# Paph, helenae help



## abax (Jan 31, 2013)

Would some kind somebody with experience with this species offer a bit
of cultural advice. I have three of them and they don't seem to be doing
as well as I'd like. They're potted in clay pots with Orchiata, some perlite
and a bit of gravel in my greenhouse...lots of air movement, proper temps. and K-Lite about once a month right now. Am I missing something that
I should be doing?


----------



## eggshells (Jan 31, 2013)

We need more info. What do you mean by they are not doing so well? Leaves yellow? Growths stunted?


----------



## Rick (Jan 31, 2013)

How well do you expect them to be doing? Are you getting greedy?

My first one (from years ago) did the boom and bust thing that I attribute to high K.

I have 2 new ones from Springwater. I set up both in 4" baskets with both live and dead moss (sphagnum for dead moss) lots of gravel, and a bit of sand. One had added only one or two new growths the other has bloomed and added 4 or so new growths with roots poking out of the basket (it's carrying a seed pod now too).

You know how I feed and water. The one that is going fast is hanging up with the henryanums that are also going like gangbusters (medium to bright light for the faster ones). But there's also a couple of mounted phale species in the same spot, which really don't need much light at all. It's also close the wet pad so maybe a little cooler.

The slower one is probably getting less light, but other than that I don't think there's much difference. Maybe a bit warmer since its farthest from the wetpad.

I don't think I've had these for over two years so can't call this long term success.


----------



## wjs2nd (Jan 31, 2013)

I'm going to guess, without a better understanding of what not doing so well means, that the clay pots are drying out the mix to fast. Both the perlite and gravel would already keep the mix on the dry side.


----------



## paphreek (Jan 31, 2013)

wjs2nd said:


> I'm going to guess, without a better understanding of what not doing so well means, that the clay pots are drying out the mix to fast. Both the perlite and gravel would already keep the mix on the dry side.



I agree that drying out too fast could be a problem with this combination.


----------



## abax (Feb 1, 2013)

Well, no, they're not turning yellow, but they don't seem happy either. All
three are quite small, but have bloomed before. At the time I received them, I repotted into 4" clay orchid pots because that's what I had on hand. I thought they were staying too wet and the roots were rotting.

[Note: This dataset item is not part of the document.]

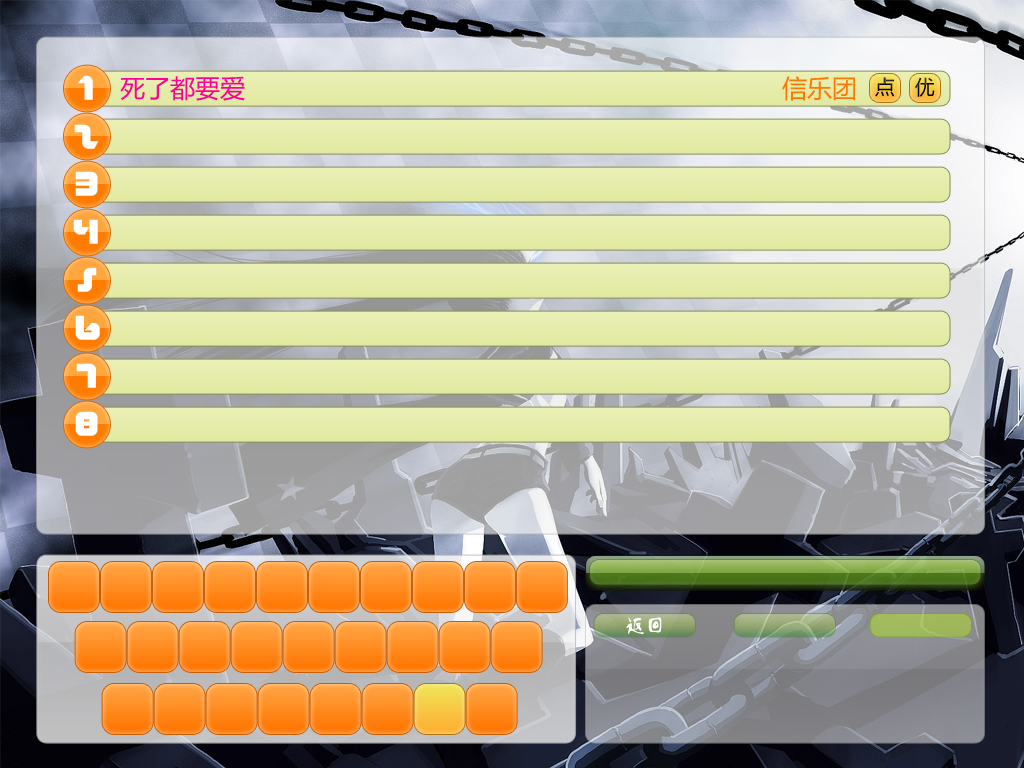
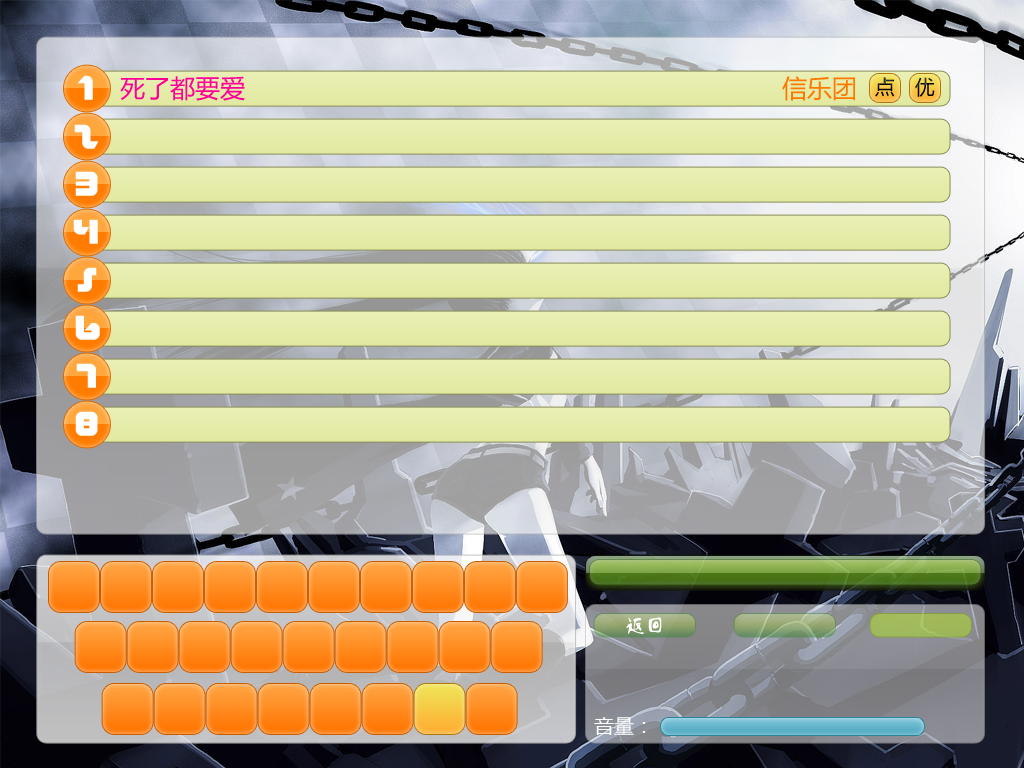
Before/after of a 1024px x 768px layered artwork. What changed in the layer stack:
added group "Volumn" with 2 layers above "返回" over [594, 717, 925, 736]
added layer "形状 9" in group "Volumn" over [660, 717, 925, 736]
added layer "音量：" in group "Volumn" over [594, 717, 646, 735]

Today I repotted and the roots were in fact rotted. Sooo I put them into 2" clay pots and have my fingers crossed. I keep thinking that I should douse them with Cleary's, but am unsure about getting the Orchiata too wet.
I have no experience with helenae so it's touch and go at this point.

Yes, Rick, I am greedy. All my other Paphs. are beautiful, healthy plants with several
in bloom and/or bud. These three are something of a disappointment for me because
they may die and it will be my fault. I won't even mention what I paid for them!


----------



## wjs2nd (Feb 1, 2013)

Did you clean up the rot off the roots? Paphs can be pretty strong. Clean roots and a new pot/mix my save them. How often are you water? Even being in the smaller pot you still may want to water less and getting something to promote rooting/root growth. Good luck! 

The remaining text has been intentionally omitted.